CILIP conceived Libraries Change Lives Week as a way for the library profession across all sectors to share the power and reach of libraries with the public, and national and local government by sharing their stories of impact.
CILIP said it had been working closely with library staff and library services to build a portfolio of the life-changing impact libraries have on their users through the stories that librarians have shared to illustrate the breadth and value of their work.
The 150-plus stories are hosted on an interactive map and reveal narratives of dedicated library staff across the UK working daily with their users on the high street enabling people to access public services, in the NHS helping guide clinicians with life-saving research and practice, on university campuses enabling learning and innovation, and in prisons doing life-changing work.
CILIP chief executive Louis Coiffait-Gunn said: "Building on a proposal from Baroness Sanderson’s independent review of public libraries earlier in the year, as the professional association for the library and information sector we wanted to show government at all levels the enormous value of libraries to their communities—locally and nationally—and the huge range of benefits a vibrant, properly-funded sector delivers for the public."

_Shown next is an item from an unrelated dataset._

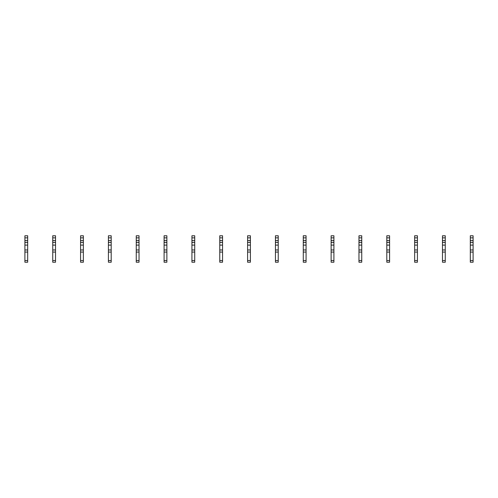 <?xml version="1.0" encoding="UTF-8"?>
<svg xmlns="http://www.w3.org/2000/svg" width="498" height="498" viewBox="0 0 498 498"><rect width="100%" height="100%" fill="white"/><g stroke="black" fill="none" stroke-linecap="round" stroke-linejoin="round"><path stroke-width="0.75" d="M27.683 237.863L24.9 237.863L24.9 235.778L27.683 235.778L27.683 240.092L27.197 240.578L25.386 240.578L24.9 240.092L24.9 262.222L27.683 262.222L27.683 260.554L24.9 260.554M24.9 237.863L24.9 240.092M27.683 240.092L27.683 242.875L27.197 242.389L25.386 242.389L24.9 242.875M27.683 242.875L27.683 245.103L24.9 245.103M27.683 245.103L27.683 260.554M27.683 249.977L24.9 249.977M27.683 252.063L24.9 252.063M55.521 237.863L52.738 237.863L52.738 235.778L55.521 235.778L55.521 240.092L55.035 240.578L53.224 240.578L52.738 240.092L52.738 262.222L55.521 262.222L55.521 260.554L52.738 260.554M52.738 237.863L52.738 240.092M55.521 240.092L55.521 242.875L55.035 242.389L53.224 242.389L52.738 242.875M55.521 242.875L55.521 245.103L52.738 245.103M55.521 245.103L55.521 260.554M55.521 249.977L52.738 249.977M55.521 252.063L52.738 252.063M83.359 237.863L80.576 237.863L80.576 235.778L83.359 235.778L83.359 240.092L82.873 240.578L81.062 240.578L80.576 240.092L80.576 262.222L83.359 262.222L83.359 260.554L80.576 260.554M80.576 237.863L80.576 240.092M83.359 240.092L83.359 242.875L82.873 242.389L81.062 242.389L80.576 242.875M83.359 242.875L83.359 245.103L80.576 245.103M83.359 245.103L83.359 260.554M83.359 249.977L80.576 249.977M83.359 252.063L80.576 252.063M111.197 237.863L108.415 237.863L108.415 235.778L111.197 235.778L111.197 240.092L110.712 240.578L108.9 240.578L108.415 240.092L108.415 262.222L111.197 262.222L111.197 260.554L108.415 260.554M108.415 237.863L108.415 240.092M111.197 240.092L111.197 242.875L110.712 242.389L108.9 242.389L108.415 242.875M111.197 242.875L111.197 245.103L108.415 245.103M111.197 245.103L111.197 260.554M111.197 249.977L108.415 249.977M111.197 252.063L108.415 252.063M139.035 237.863L136.253 237.863L136.253 235.778L139.035 235.778L139.035 240.092L138.55 240.578L136.738 240.578L136.253 240.092L136.253 262.222L139.035 262.222L139.035 260.554L136.253 260.554M136.253 237.863L136.253 240.092M139.035 240.092L139.035 242.875L138.55 242.389L136.738 242.389L136.253 242.875M139.035 242.875L139.035 245.103L136.253 245.103M139.035 245.103L139.035 260.554M139.035 249.977L136.253 249.977M139.035 252.063L136.253 252.063M166.874 237.863L164.091 237.863L164.091 235.778L166.874 235.778L166.874 240.092L166.388 240.578L164.583 240.578L164.091 240.092L164.091 262.222L166.874 262.222L166.874 260.554L164.091 260.554M164.091 237.863L164.091 240.092M166.874 240.092L166.874 242.875L166.388 242.389L164.583 242.389L164.091 242.875M166.874 242.875L166.874 245.103L164.091 245.103M166.874 245.103L166.874 260.554M166.874 249.977L164.091 249.977M166.874 252.063L164.091 252.063M194.718 237.863L191.929 237.863L191.929 235.778L194.718 235.778L194.718 240.092L194.226 240.578L192.421 240.578L191.929 240.092L191.929 262.222L194.718 262.222L194.718 260.554L191.929 260.554M191.929 237.863L191.929 240.092M194.718 240.092L194.718 242.875L194.226 242.389L192.421 242.389L191.929 242.875M194.718 242.875L194.718 245.103L191.929 245.103M194.718 245.103L194.718 260.554M194.718 249.977L191.929 249.977M194.718 252.063L191.929 252.063M222.556 237.863L219.767 237.863L219.767 235.778L222.556 235.778L222.556 240.092L222.064 240.578L220.259 240.578L219.767 240.092L219.767 262.222L222.556 262.222L222.556 260.554L219.767 260.554M219.767 237.863L219.767 240.092M222.556 240.092L222.556 242.875L222.064 242.389L220.259 242.389L219.767 242.875M222.556 242.875L222.556 245.103L219.767 245.103M222.556 245.103L222.556 260.554M222.556 249.977L219.767 249.977M222.556 252.063L219.767 252.063M250.394 237.863L247.606 237.863L247.606 235.778L250.394 235.778L250.394 240.092L249.903 240.578L248.097 240.578L247.606 240.092L247.606 262.222L250.394 262.222L250.394 260.554L247.606 260.554M247.606 237.863L247.606 240.092M250.394 240.092L250.394 242.875L249.903 242.389L248.097 242.389L247.606 242.875M250.394 242.875L250.394 245.103L247.606 245.103M250.394 245.103L250.394 260.554M250.394 249.977L247.606 249.977M250.394 252.063L247.606 252.063M278.233 237.863L275.444 237.863L275.444 235.778L278.233 235.778L278.233 240.092L277.741 240.578L275.936 240.578L275.444 240.092L275.444 262.222L278.233 262.222L278.233 260.554L275.444 260.554M275.444 237.863L275.444 240.092M278.233 240.092L278.233 242.875L277.741 242.389L275.936 242.389L275.444 242.875M278.233 242.875L278.233 245.103L275.444 245.103M278.233 245.103L278.233 260.554M278.233 249.977L275.444 249.977M278.233 252.063L275.444 252.063M306.071 237.863L303.282 237.863L303.282 235.778L306.071 235.778L306.071 240.092L305.579 240.578L303.774 240.578L303.282 240.092L303.282 262.222L306.071 262.222L306.071 260.554L303.282 260.554M303.282 237.863L303.282 240.092M306.071 240.092L306.071 242.875L305.579 242.389L303.774 242.389L303.282 242.875M306.071 242.875L306.071 245.103L303.282 245.103M306.071 245.103L306.071 260.554M306.071 249.977L303.282 249.977M306.071 252.063L303.282 252.063M333.909 237.863L331.126 237.863L331.126 235.778L333.909 235.778L333.909 240.092L333.417 240.578L331.612 240.578L331.126 240.092L331.126 262.222L333.909 262.222L333.909 260.554L331.126 260.554M331.126 237.863L331.126 240.092M333.909 240.092L333.909 242.875L333.417 242.389L331.612 242.389L331.126 242.875M333.909 242.875L333.909 245.103L331.126 245.103M333.909 245.103L333.909 260.554M333.909 249.977L331.126 249.977M333.909 252.063L331.126 252.063M361.747 237.863L358.965 237.863L358.965 235.778L361.747 235.778L361.747 240.092L361.262 240.578L359.45 240.578L358.965 240.092L358.965 262.222L361.747 262.222L361.747 260.554L358.965 260.554M358.965 237.863L358.965 240.092M361.747 240.092L361.747 242.875L361.262 242.389L359.45 242.389L358.965 242.875M361.747 242.875L361.747 245.103L358.965 245.103M361.747 245.103L361.747 260.554M361.747 249.977L358.965 249.977M361.747 252.063L358.965 252.063M389.585 237.863L386.803 237.863L386.803 235.778L389.585 235.778L389.585 240.092L389.1 240.578L387.288 240.578L386.803 240.092L386.803 262.222L389.585 262.222L389.585 260.554L386.803 260.554M386.803 237.863L386.803 240.092M389.585 240.092L389.585 242.875L389.1 242.389L387.288 242.389L386.803 242.875M389.585 242.875L389.585 245.103L386.803 245.103M389.585 245.103L389.585 260.554M389.585 249.977L386.803 249.977M389.585 252.063L386.803 252.063M417.424 237.863L414.641 237.863L414.641 235.778L417.424 235.778L417.424 240.092L416.938 240.578L415.127 240.578L414.641 240.092L414.641 262.222L417.424 262.222L417.424 260.554L414.641 260.554M414.641 237.863L414.641 240.092M417.424 240.092L417.424 242.875L416.938 242.389L415.127 242.389L414.641 242.875M417.424 242.875L417.424 245.103L414.641 245.103M417.424 245.103L417.424 260.554M417.424 249.977L414.641 249.977M417.424 252.063L414.641 252.063M445.262 237.863L442.479 237.863L442.479 235.778L445.262 235.778L445.262 240.092L444.776 240.578L442.965 240.578L442.479 240.092L442.479 262.222L445.262 262.222L445.262 260.554L442.479 260.554M442.479 237.863L442.479 240.092M445.262 240.092L445.262 242.875L444.776 242.389L442.965 242.389L442.479 242.875M445.262 242.875L445.262 245.103L442.479 245.103M445.262 245.103L445.262 260.554M445.262 249.977L442.479 249.977M445.262 252.063L442.479 252.063M473.1 237.863L470.317 237.863L470.317 235.778L473.1 235.778L473.1 240.092L472.614 240.578L470.803 240.578L470.317 240.092L470.317 262.222L473.1 262.222L473.1 260.554L470.317 260.554M470.317 237.863L470.317 240.092M473.1 240.092L473.1 242.875L472.614 242.389L470.803 242.389L470.317 242.875M473.1 242.875L473.1 245.103L470.317 245.103M473.1 245.103L473.1 260.554M473.1 249.977L470.317 249.977M473.1 252.063L470.317 252.063"/></g></svg>

As many libraries continue to face budget and service cuts across the country, it is more important than ever for the sector to show the public and government the huge difference libraries make in communities, CILIP added.
CILIP pointed to the following as a snapshot of what is going on in libraries:
Todmorden library brings outer space down to earth with their "Borrow the moon". They loan out boxes, which contain investigation equipment, Martian rock samples and guides, to libraries, schools, universities, and research institutes;
The Memory Café in Harwich Library connects people across age groups in their local community to support independent living, health and wellbeing for people with dementia. The activity takes place at the same time as Baby & Toddler Rhymetime, so that attendees of the café benefit from contact with the families singing and the buzz they create in the library;
In West Sussex County Council, libraries have been retrofitted with air source heat pumps and ceiling insulation as part of a wider library building decarbonisation programme;
The Great Plague at Guildhall Library had 90 school children participating in interactive workshops that showcased original historical artefacts and texts encouraging students to learn more about local history and draw comparisons with their experience of Covid lockdowns. Children wrote their own "plague letters" inspired by what they had learned;
Poet Laureate Simon Armitage will visit HMP East Sutton Park prison library with the aim of bringing joy in reading and writing poetry to prisoners. Literacy levels in prison are far lower than in the general population— 57% of adult prisoners have pre-GCSE literacy levels.